Records excerpted from a collection:

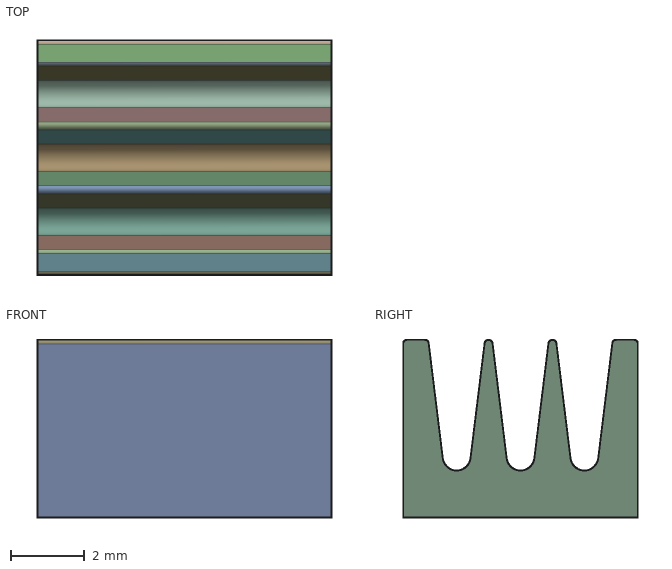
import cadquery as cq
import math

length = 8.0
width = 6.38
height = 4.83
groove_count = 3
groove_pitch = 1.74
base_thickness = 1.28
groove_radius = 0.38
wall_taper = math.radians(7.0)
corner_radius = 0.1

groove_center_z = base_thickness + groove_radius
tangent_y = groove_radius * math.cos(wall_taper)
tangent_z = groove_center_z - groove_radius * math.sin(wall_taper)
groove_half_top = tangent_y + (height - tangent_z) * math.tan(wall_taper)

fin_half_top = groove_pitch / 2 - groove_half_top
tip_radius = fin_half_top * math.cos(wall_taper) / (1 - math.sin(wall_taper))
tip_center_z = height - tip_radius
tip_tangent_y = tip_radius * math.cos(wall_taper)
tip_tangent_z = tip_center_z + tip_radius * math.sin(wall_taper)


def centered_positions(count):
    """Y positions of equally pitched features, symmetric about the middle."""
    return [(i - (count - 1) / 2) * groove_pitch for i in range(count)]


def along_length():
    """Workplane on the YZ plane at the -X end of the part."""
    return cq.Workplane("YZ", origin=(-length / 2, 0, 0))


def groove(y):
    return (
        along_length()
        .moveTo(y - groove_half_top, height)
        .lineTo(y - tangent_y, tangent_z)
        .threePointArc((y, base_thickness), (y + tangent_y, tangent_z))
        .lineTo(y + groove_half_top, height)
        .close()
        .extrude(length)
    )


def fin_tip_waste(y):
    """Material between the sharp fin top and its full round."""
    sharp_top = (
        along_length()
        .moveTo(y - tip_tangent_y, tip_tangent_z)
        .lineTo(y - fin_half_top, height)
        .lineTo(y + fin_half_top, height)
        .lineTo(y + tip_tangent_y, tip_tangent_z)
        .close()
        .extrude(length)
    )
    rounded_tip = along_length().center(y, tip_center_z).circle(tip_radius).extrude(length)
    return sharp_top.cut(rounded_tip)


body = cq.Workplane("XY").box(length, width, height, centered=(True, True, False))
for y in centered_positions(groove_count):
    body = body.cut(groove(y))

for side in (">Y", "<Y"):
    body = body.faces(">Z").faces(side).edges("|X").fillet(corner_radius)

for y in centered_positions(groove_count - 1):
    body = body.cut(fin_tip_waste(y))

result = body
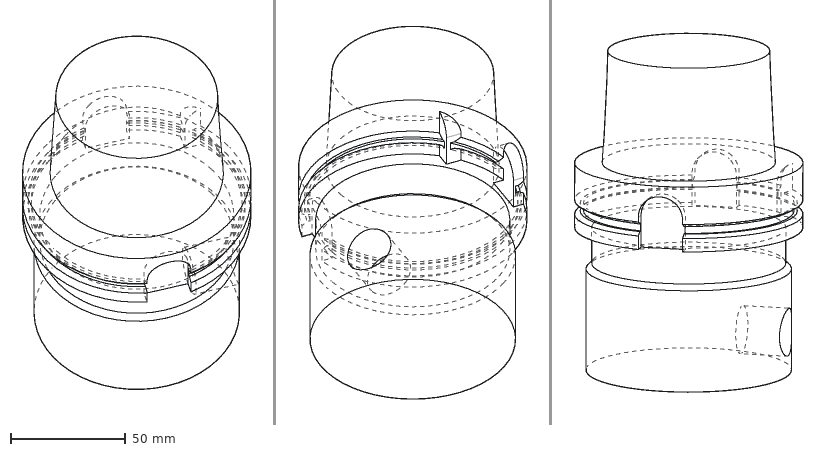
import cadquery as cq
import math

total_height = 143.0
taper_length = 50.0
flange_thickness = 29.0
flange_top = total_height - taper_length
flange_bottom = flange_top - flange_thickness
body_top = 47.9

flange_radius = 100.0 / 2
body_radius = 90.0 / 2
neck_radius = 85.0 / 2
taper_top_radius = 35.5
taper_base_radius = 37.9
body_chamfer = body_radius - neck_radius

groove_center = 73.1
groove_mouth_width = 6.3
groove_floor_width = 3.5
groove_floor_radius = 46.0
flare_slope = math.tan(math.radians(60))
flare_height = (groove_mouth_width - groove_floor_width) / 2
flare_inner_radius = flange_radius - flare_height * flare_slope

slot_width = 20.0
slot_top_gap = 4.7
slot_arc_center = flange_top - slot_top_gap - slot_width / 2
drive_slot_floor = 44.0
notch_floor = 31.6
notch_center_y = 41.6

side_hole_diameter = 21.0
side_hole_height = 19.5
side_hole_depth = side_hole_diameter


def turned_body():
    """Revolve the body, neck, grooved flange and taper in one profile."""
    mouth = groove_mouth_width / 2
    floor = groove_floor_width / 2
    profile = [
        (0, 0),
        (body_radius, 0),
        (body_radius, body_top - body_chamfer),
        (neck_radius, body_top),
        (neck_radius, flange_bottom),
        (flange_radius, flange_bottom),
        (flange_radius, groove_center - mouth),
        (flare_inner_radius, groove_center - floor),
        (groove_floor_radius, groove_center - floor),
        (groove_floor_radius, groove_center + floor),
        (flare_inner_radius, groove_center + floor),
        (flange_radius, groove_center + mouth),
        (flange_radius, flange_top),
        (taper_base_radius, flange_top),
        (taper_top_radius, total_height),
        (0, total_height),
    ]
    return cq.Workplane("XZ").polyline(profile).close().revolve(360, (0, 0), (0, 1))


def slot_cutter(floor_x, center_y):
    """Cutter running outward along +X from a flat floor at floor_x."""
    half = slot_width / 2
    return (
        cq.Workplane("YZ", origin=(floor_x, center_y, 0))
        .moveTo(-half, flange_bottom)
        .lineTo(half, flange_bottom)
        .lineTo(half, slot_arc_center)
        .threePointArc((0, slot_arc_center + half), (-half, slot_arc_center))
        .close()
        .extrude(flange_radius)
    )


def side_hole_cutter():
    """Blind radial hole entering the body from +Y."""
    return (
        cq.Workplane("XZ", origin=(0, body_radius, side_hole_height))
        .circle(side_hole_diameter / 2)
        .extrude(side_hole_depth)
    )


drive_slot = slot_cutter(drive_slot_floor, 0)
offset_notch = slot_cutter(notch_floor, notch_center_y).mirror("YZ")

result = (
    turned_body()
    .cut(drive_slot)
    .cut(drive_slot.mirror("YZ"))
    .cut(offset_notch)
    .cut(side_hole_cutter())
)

What to produce: Transcribe all of the entries word for word, but skip any pictures they contain.

Exercise response:
import cadquery as cq
import math

length = 8.0
width = 6.38
height = 4.83
groove_count = 3
groove_pitch = 1.74
base_thickness = 1.28
groove_radius = 0.38
wall_taper = math.radians(7.0)
corner_radius = 0.1

groove_center_z = base_thickness + groove_radius
tangent_y = groove_radius * math.cos(wall_taper)
tangent_z = groove_center_z - groove_radius * math.sin(wall_taper)
groove_half_top = tangent_y + (height - tangent_z) * math.tan(wall_taper)

fin_half_top = groove_pitch / 2 - groove_half_top
tip_radius = fin_half_top * math.cos(wall_taper) / (1 - math.sin(wall_taper))
tip_center_z = height - tip_radius
tip_tangent_y = tip_radius * math.cos(wall_taper)
tip_tangent_z = tip_center_z + tip_radius * math.sin(wall_taper)


def centered_positions(count):
    """Y positions of equally pitched features, symmetric about the middle."""
    return [(i - (count - 1) / 2) * groove_pitch for i in range(count)]


def along_length():
    """Workplane on the YZ plane at the -X end of the part."""
    return cq.Workplane("YZ", origin=(-length / 2, 0, 0))


def groove(y):
    return (
        along_length()
        .moveTo(y - groove_half_top, height)
        .lineTo(y - tangent_y, tangent_z)
        .threePointArc((y, base_thickness), (y + tangent_y, tangent_z))
        .lineTo(y + groove_half_top, height)
        .close()
        .extrude(length)
    )


def fin_tip_waste(y):
    """Material between the sharp fin top and its full round."""
    sharp_top = (
        along_length()
        .moveTo(y - tip_tangent_y, tip_tangent_z)
        .lineTo(y - fin_half_top, height)
        .lineTo(y + fin_half_top, height)
        .lineTo(y + tip_tangent_y, tip_tangent_z)
        .close()
        .extrude(length)
    )
    rounded_tip = along_length().center(y, tip_center_z).circle(tip_radius).extrude(length)
    return sharp_top.cut(rounded_tip)


body = cq.Workplane("XY").box(length, width, height, centered=(True, True, False))
for y in centered_positions(groove_count):
    body = body.cut(groove(y))

for side in (">Y", "<Y"):
    body = body.faces(">Z").faces(side).edges("|X").fillet(corner_radius)

for y in centered_positions(groove_count - 1):
    body = body.cut(fin_tip_waste(y))

result = body
import cadquery as cq
import math

total_height = 143.0
taper_length = 50.0
flange_thickness = 29.0
flange_top = total_height - taper_length
flange_bottom = flange_top - flange_thickness
body_top = 47.9

flange_radius = 100.0 / 2
body_radius = 90.0 / 2
neck_radius = 85.0 / 2
taper_top_radius = 35.5
taper_base_radius = 37.9
body_chamfer = body_radius - neck_radius

groove_center = 73.1
groove_mouth_width = 6.3
groove_floor_width = 3.5
groove_floor_radius = 46.0
flare_slope = math.tan(math.radians(60))
flare_height = (groove_mouth_width - groove_floor_width) / 2
flare_inner_radius = flange_radius - flare_height * flare_slope

slot_width = 20.0
slot_top_gap = 4.7
slot_arc_center = flange_top - slot_top_gap - slot_width / 2
drive_slot_floor = 44.0
notch_floor = 31.6
notch_center_y = 41.6

side_hole_diameter = 21.0
side_hole_height = 19.5
side_hole_depth = side_hole_diameter


def turned_body():
    """Revolve the body, neck, grooved flange and taper in one profile."""
    mouth = groove_mouth_width / 2
    floor = groove_floor_width / 2
    profile = [
        (0, 0),
        (body_radius, 0),
        (body_radius, body_top - body_chamfer),
        (neck_radius, body_top),
        (neck_radius, flange_bottom),
        (flange_radius, flange_bottom),
        (flange_radius, groove_center - mouth),
        (flare_inner_radius, groove_center - floor),
        (groove_floor_radius, groove_center - floor),
        (groove_floor_radius, groove_center + floor),
        (flare_inner_radius, groove_center + floor),
        (flange_radius, groove_center + mouth),
        (flange_radius, flange_top),
        (taper_base_radius, flange_top),
        (taper_top_radius, total_height),
        (0, total_height),
    ]
    return cq.Workplane("XZ").polyline(profile).close().revolve(360, (0, 0), (0, 1))


def slot_cutter(floor_x, center_y):
    """Cutter running outward along +X from a flat floor at floor_x."""
    half = slot_width / 2
    return (
        cq.Workplane("YZ", origin=(floor_x, center_y, 0))
        .moveTo(-half, flange_bottom)
        .lineTo(half, flange_bottom)
        .lineTo(half, slot_arc_center)
        .threePointArc((0, slot_arc_center + half), (-half, slot_arc_center))
        .close()
        .extrude(flange_radius)
    )


def side_hole_cutter():
    """Blind radial hole entering the body from +Y."""
    return (
        cq.Workplane("XZ", origin=(0, body_radius, side_hole_height))
        .circle(side_hole_diameter / 2)
        .extrude(side_hole_depth)
    )


drive_slot = slot_cutter(drive_slot_floor, 0)
offset_notch = slot_cutter(notch_floor, notch_center_y).mirror("YZ")

result = (
    turned_body()
    .cut(drive_slot)
    .cut(drive_slot.mirror("YZ"))
    .cut(offset_notch)
    .cut(side_hole_cutter())
)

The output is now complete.